Friday Frivolity: What Is the Proper Sanction for Lying to the Court About a Brain Tumor?
On Fridays, we try to go a bit lighter, or at least we stretch the boundaries of what counts as contracts law. The case involves the rights to two show horses. The defendants in the case are three corporate entities and Eric Lamaze, a Canadian who won three Olympic medals in equestrian events. Plaintiffs alleged a fraudulent scheme to overcharge for the horses and pocket the difference, as well as an unauthorized sale of one of the horses. Plaintiffs sought to pierce the corporate veils to get to Mr. Lamaze. Plaintiffs alleged that defendants were dissipating the assets and thus sought prejudgment writs of attachment and garnishment, which the trial court granted. Defendants sought to have the writs dissolved on various grounds, including Mr. Lamaze’s claim that he had to travel to Belgium for brain surgery and could not do so as his assets had been frozen.
In February 2023, the trial court heard the defendants’ motion and granted them on grounds not related to Mr. Lamaze’s testimony about his medical condition. Procedural maneuvers occupied the parties until August 10, when another hearing took place. Because there was a pending motion on the dissolution of the writs, that dissolution was stayed pending the re-hearing. At that hearing, Mr. Lamaze’s attorney reported that his client had had successful brain surgery on August 9th. Less than two weeks later, the attorney withdrew, citing irreconcilable differences with his client.

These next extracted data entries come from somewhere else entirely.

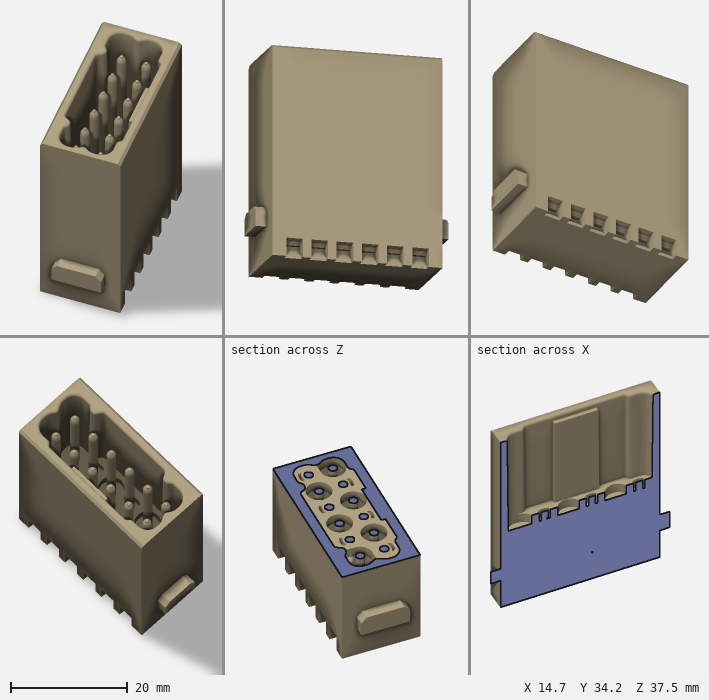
import cadquery as cq
import math

body_x = 14.65
body_y = 30.38
body_z = 37.5
top_chamfer = 0.5

tab_reach = 1.9
tab_bottom = 6.05
tab_height = 3.7
tab_chamfer = 1.0
front_tab_width = 9.05
back_tab_width = 6.98

pitch = 4.5
column_count = 2
row_count = 6
pin_top = 34.5
pin_radius = 1.65 / 2
pin_neck_radius = 1.6 / 2
pin_dome_mid_radius = 0.68
pin_dome_radius = 0.65 / 2
pin_tip_radius = 0.55 / 2
pin_dome_height = 0.9
pin_neck_height = 0.45
pin_tip_height = 0.22

floor_z = 18.75
rim_fillet = 0.5
draft_inset = 0.2
lobe_half_width = 4.85
middle_half_width = 5.6
lobe_radius = 2.18
lobe_center_y = 11.8
lobe_flat = 0.52
notch_slope = math.radians(30)
corner_radius = 0.75
step_outer_y = 9.6
step_inner_y = 10.05

bump_peak_x = -4.15
bump_peak_y = 8.92
bump_peak_length = 1.05
bump_root_y = 10.2
bump_foot_y = 7.6

rib_face_x = 4.8
rib_length = 8.32
rib_top = 36.5

sleeve_radius = 4.6 / 2
wall_reach = 3.0
recess_depth = 1.88
key_outer = 1.85
key_width = 0.6
key_half_length = 1.0

window_width = 2.95
window_height = 3.25
window_inner_height = 3.1
window_lip_depth = 1.3
window_lip_height = 0.45
window_lip_radius = 0.4
window_ramp_top = 2.0
window_throat_height = 2.48

corner_quadrants = {
    (0, 0): (
        (-wall_reach, sleeve_radius),
        (-wall_reach, -wall_reach),
        (sleeve_radius, -wall_reach),
    ),
    (column_count - 1, row_count - 1): (
        (-sleeve_radius, wall_reach),
        (wall_reach, wall_reach),
    ),
}

draft_angle = math.degrees(math.atan(draft_inset / (body_z - floor_z)))
column_x = [(i - (column_count - 1) / 2) * pitch for i in range(column_count)]
row_y = [(i - (row_count - 1) / 2) * pitch for i in range(row_count)]


def end_tab(width, side):
    """Chamfered tab on the end face at side * Y."""
    top = tab_bottom + tab_height
    tab = (
        cq.Workplane("XY")
        .box(width, tab_reach, tab_height)
        .edges("|Y and >Z")
        .chamfer(tab_chamfer)
    )
    return tab.translate((0, side * (body_y + tab_reach) / 2, top - tab_height / 2))


def pocket_outline(z):
    """Wire of the pocket wall at height z, symmetric about the XZ plane, with rounded corners."""
    lobe_center_x = lobe_half_width - lobe_radius
    lobe_top = lobe_center_y + lobe_radius
    diagonal = lobe_radius * math.sqrt(0.5)
    inner_x = lobe_center_x - lobe_flat
    swing_x = inner_x - lobe_radius * math.sin(notch_slope)
    swing_y = lobe_center_y + lobe_radius * math.cos(notch_slope)
    half_swing_x = inner_x - lobe_radius * math.sin(notch_slope / 2)
    half_swing_y = lobe_center_y + lobe_radius * math.cos(notch_slope / 2)
    notch_tip = (0, swing_y - swing_x * math.tan(notch_slope))
    step_outer = (middle_half_width, step_outer_y)
    step_inner = (lobe_half_width, step_inner_y)
    bump_points = [
        (-lobe_half_width, bump_root_y),
        (bump_peak_x, bump_peak_y + bump_peak_length / 2),
        (bump_peak_x, bump_peak_y - bump_peak_length / 2),
        (-middle_half_width, bump_foot_y),
    ]
    top = (
        cq.Workplane("XY")
        .moveTo(*step_outer)
        .lineTo(*step_inner)
        .lineTo(lobe_half_width, lobe_center_y)
        .threePointArc((lobe_center_x + diagonal, lobe_center_y + diagonal), (lobe_center_x, lobe_top))
        .lineTo(inner_x, lobe_top)
        .threePointArc((half_swing_x, half_swing_y), (swing_x, swing_y))
        .lineTo(*notch_tip)
        .lineTo(-swing_x, swing_y)
        .threePointArc((-half_swing_x, half_swing_y), (-inner_x, lobe_top))
        .lineTo(-lobe_center_x, lobe_top)
        .threePointArc(
            (-lobe_center_x - diagonal, lobe_center_y + diagonal), (-lobe_half_width, lobe_center_y)
        )
    )
    for point in bump_points:
        top = top.lineTo(*point)
    top_edges = top.wire().val().Edges()
    bottom_edges = [edge.mirror("XZ") for edge in top_edges]
    sides = [
        cq.Edge.makeLine(cq.Vector(x, y), cq.Vector(x, -y)) for x, y in (step_outer, bump_points[-1])
    ]
    face = cq.Face.makeFromWires(cq.Wire.combine(top_edges + bottom_edges + sides)[0])
    tolerance = 0.005
    corners = [step_outer, step_inner, notch_tip, *bump_points]
    sharp = [
        vertex
        for vertex in face.Vertices()
        if any(math.hypot(vertex.X - x, abs(vertex.Y) - y) < tolerance for x, y in corners)
    ]
    return face.fillet2D(corner_radius, sharp).outerWire().translate(cq.Vector(0, 0, z))


def rib():
    """Rib that widens toward the floor with the draft of the pocket."""
    depth = middle_half_width + rim_fillet - rib_face_x
    return (
        cq.Workplane("XY", origin=(rib_face_x + depth / 2, 0, rib_top))
        .rect(depth, rib_length)
        .extrude(floor_z - rib_top, taper=-draft_angle)
    )


def pin(x, y):
    """Contact pin with a short neck, a domed end and a small flat tip."""
    dome_top = pin_top - pin_tip_height
    neck_top = dome_top - pin_dome_height
    shoulder = neck_top - pin_neck_height
    profile = (
        cq.Workplane("XZ")
        .moveTo(0, floor_z - recess_depth)
        .lineTo(pin_radius, floor_z - recess_depth)
        .lineTo(pin_radius, shoulder)
        .lineTo(pin_neck_radius, neck_top)
        .threePointArc((pin_dome_mid_radius, neck_top + pin_dome_height / 2), (pin_dome_radius, dome_top))
        .lineTo(pin_tip_radius, pin_top)
        .lineTo(0, pin_top)
        .close()
    )
    return profile.revolve(360, (0, 0), (0, 1)).translate((x, y, 0))


def recess_plane(x, y):
    """Workplane on the bottom of the floor recesses, centred on a pin."""
    return cq.Workplane("XY", origin=(x, y, floor_z - recess_depth))


def sleeve_recess(x, y, quadrants=()):
    """Round recess around a pin, joined with rectangular quadrants of the given signed extents."""
    recess = recess_plane(x, y).circle(sleeve_radius).extrude(recess_depth)
    for reach_x, reach_y in quadrants:
        quadrant = recess_plane(x + reach_x / 2, y + reach_y / 2).rect(abs(reach_x), abs(reach_y))
        recess = recess.union(quadrant.extrude(recess_depth))
    return recess


def key_recess(x, y):
    """Curved slot beside a pin, on the side facing the nearer long wall."""
    side = math.copysign(1, x)
    sag = sleeve_radius - math.sqrt(sleeve_radius**2 - key_half_length**2)
    inner = key_outer - key_width
    return (
        recess_plane(x, y)
        .moveTo(side * (key_outer - sag), -key_half_length)
        .threePointArc((side * key_outer, 0), (side * (key_outer - sag), key_half_length))
        .lineTo(side * (inner - sag), key_half_length)
        .threePointArc((side * inner, 0), (side * (inner - sag), -key_half_length))
        .close()
        .extrude(recess_depth)
    )


def window(y):
    """Wire window in the -X side: open at the bottom edge, with a rounded lip and a 45-degree ramp."""
    wall = -body_x / 2
    lip = wall + window_lip_depth
    half_turn = math.radians(22.5)
    ramp_start_x = lip + window_lip_radius * (1 - math.cos(2 * half_turn))
    ramp_start_z = window_lip_height + window_lip_radius * math.sin(2 * half_turn)
    lip_mid_x = lip + window_lip_radius * (1 - math.cos(half_turn))
    lip_mid_z = window_lip_height + window_lip_radius * math.sin(half_turn)
    ramp_end = ramp_start_x + window_ramp_top - ramp_start_z
    throat = lip + window_inner_height - window_throat_height
    return (
        cq.Workplane("XZ", origin=(0, y + window_width / 2, 0))
        .moveTo(wall, 0)
        .lineTo(lip, 0)
        .lineTo(lip, window_lip_height)
        .threePointArc((lip_mid_x, lip_mid_z), (ramp_start_x, ramp_start_z))
        .lineTo(ramp_end, window_ramp_top)
        .lineTo(ramp_end, window_throat_height)
        .lineTo(throat, window_throat_height)
        .lineTo(lip, window_inner_height)
        .lineTo(wall, window_height)
        .close()
        .extrude(window_width)
    )


result = cq.Workplane("XY").box(body_x, body_y, body_z, centered=(True, True, False))
pocket = cq.Workplane(pocket_outline(body_z)).toPending().extrude(floor_z - body_z, taper=draft_angle)
result = result.cut(pocket)
rim = result.faces(">Z").val().innerWires()[0]
result = result.newObject(rim.Edges()).fillet(rim_fillet)
result = result.edges("|Y and >Z").chamfer(top_chamfer)

result = result.union(end_tab(front_tab_width, -1)).union(end_tab(back_tab_width, 1))

result = result.union(rib())

recesses = cq.Workplane("XY")
for column, x in enumerate(column_x):
    for row, y in enumerate(row_y):
        if (column + row) % 2:
            recesses = recesses.union(key_recess(x, y))
        else:
            recesses = recesses.union(sleeve_recess(x, y, corner_quadrants.get((column, row), ())))
floor_prism = cq.Workplane(pocket.faces("<Z").val().outerWire()).toPending().extrude(-recess_depth)
result = result.cut(recesses.intersect(floor_prism))

for x in column_x:
    for y in row_y:
        result = result.union(pin(x, y))

for y in row_y:
    opening = window(y)
    result = result.cut(opening).cut(opening.mirror("YZ"))

result = result.solids()

In September, plaintiffs moved to strike defendants’ pleadings and sought other relief because Mr. Lamaze had perpetrated a fraud upon the court. They alleged that Mr. Lamaze had misrepresented his medical condition and had presented a forged letter from a Belgian doctor. Mr. Lamaze conceded that the letter was false, although he had had two surgeries related to throat cancer. He was desperate because his accounts were frozen, and he could barely feed his horses or himself. The trial court allowed Mr. Lamaze’s attorney to withdraw, granted the motions to strike the pleadings, and entered a default judgment in favor of plaintiffs.
In Lamaze v. Guthrie, Florida’s District Court of Appeal for the Fourth Circuit considered Defendants’ appeal. Defendants argued that the default judgment at the same proceeding at which the trial court allowed defendants’ counsel to withdraw amounted to a denial of due process, and the Court of Appeal agreed.
As to the corporate defendants, the Court of Appeal held that the trial court erred in striking their pleadings without giving them sufficient time to find new counsel. Even though they had notice that their attorney was seeking to withdraw, that lawyer had sought a thirty-day continuance that would run from the grant his motion to withdraw. The corporate defendants were entitled to that time.
Unlike his corporate co-defendants, Mr. Lamaze could have chosen to proceed pro se. However, the proper procedure is to stay proceedings to allow a defendant whose attorney has withdrawn to find new counsel. Mr. Lamaze was unrepresented at the hearing that proceeded after his attorney withdrew. At that hearing, plaintiffs’ exhibits were admitted without opposition, even though some of them were hearsay. There was no emergency. Writs remained in place, so no assets were in danger of dissipation. Plaintiffs are not prejudiced by the reinstatement of the case.
Chief Judge Klingensmith concurred to note that, even a serious fraud on the court, such as this one, only merits dismissal of the suit if the fraud goes to the substance of this action. Mr. Lamaze’s fraud did not. He was not engaged in dilatory tactics — he was trying to get a hearing on the writs as soon as possible.